TASK BRIEF> Among the records below, find each line that includes the string "means" and copy it.

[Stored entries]
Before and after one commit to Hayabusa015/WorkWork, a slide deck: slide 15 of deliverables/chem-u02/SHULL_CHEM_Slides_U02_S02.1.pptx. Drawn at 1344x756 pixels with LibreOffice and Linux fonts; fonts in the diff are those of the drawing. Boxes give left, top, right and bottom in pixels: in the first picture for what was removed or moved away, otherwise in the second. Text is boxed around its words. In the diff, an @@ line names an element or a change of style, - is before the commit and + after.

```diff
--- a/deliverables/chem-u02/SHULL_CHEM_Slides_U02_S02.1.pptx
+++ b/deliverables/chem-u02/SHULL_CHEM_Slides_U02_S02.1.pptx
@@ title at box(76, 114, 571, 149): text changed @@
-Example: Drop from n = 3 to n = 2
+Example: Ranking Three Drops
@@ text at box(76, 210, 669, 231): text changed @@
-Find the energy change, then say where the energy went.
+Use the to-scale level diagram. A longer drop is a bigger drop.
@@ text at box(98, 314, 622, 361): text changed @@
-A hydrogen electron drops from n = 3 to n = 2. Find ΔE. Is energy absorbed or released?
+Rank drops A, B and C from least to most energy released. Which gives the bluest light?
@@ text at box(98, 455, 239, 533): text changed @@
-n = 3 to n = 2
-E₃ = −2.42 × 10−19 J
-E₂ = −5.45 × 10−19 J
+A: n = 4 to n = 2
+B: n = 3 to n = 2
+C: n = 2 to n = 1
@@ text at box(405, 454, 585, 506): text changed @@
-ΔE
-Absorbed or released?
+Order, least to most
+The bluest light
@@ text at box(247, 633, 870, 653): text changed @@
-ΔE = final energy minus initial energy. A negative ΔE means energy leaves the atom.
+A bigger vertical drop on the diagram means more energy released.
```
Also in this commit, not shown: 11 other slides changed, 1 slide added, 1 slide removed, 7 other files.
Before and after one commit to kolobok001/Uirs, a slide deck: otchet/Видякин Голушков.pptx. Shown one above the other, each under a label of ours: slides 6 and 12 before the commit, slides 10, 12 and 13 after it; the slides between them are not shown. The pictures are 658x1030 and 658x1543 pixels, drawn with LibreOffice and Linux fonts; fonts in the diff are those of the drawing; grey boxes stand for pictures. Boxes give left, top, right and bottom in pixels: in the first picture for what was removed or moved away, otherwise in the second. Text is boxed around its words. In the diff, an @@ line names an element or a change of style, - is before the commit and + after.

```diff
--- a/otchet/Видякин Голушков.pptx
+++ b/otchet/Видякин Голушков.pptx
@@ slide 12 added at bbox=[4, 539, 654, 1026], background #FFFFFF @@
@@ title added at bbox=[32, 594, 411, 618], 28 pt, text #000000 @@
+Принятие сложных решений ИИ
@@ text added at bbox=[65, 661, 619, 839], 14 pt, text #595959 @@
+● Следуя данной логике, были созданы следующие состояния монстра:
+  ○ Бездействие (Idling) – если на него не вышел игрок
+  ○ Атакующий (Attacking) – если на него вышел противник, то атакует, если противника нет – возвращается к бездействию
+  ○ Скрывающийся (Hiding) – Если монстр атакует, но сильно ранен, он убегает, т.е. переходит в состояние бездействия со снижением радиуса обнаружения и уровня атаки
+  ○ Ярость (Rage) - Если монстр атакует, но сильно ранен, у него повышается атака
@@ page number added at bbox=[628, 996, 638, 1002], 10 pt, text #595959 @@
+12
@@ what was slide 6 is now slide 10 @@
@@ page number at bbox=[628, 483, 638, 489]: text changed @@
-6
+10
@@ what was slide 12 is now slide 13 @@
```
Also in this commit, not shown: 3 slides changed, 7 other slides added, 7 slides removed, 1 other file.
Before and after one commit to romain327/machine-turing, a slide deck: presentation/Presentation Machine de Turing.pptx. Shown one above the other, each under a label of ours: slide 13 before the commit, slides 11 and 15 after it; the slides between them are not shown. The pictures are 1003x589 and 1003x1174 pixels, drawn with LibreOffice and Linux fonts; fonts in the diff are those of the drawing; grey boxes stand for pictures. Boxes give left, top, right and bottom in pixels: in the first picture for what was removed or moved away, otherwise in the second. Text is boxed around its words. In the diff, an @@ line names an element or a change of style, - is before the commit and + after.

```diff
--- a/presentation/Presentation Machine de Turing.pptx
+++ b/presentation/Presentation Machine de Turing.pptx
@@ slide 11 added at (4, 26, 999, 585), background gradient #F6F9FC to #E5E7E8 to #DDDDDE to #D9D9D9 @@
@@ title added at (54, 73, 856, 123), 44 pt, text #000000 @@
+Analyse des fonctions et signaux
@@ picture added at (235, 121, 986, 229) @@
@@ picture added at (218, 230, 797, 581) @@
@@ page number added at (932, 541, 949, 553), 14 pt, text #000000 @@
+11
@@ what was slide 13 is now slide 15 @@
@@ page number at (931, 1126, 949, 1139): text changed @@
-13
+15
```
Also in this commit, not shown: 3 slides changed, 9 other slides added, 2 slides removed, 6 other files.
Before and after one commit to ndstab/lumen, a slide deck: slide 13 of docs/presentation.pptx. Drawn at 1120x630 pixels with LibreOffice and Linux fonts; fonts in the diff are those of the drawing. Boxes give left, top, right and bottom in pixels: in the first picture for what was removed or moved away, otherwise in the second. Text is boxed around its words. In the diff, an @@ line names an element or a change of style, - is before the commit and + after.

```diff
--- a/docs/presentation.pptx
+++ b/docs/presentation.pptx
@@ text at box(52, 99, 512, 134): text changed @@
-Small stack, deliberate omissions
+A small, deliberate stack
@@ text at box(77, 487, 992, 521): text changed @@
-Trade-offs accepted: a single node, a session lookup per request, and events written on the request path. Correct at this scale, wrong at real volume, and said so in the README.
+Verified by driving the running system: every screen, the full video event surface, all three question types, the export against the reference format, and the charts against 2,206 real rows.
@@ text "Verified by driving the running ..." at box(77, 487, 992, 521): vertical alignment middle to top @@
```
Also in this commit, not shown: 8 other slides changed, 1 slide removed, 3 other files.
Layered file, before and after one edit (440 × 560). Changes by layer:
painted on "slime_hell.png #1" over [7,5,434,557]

SOLUTION>
-ΔE = final energy minus initial energy. A negative ΔE means energy leaves the atom.
+A bigger vertical drop on the diagram means more energy released.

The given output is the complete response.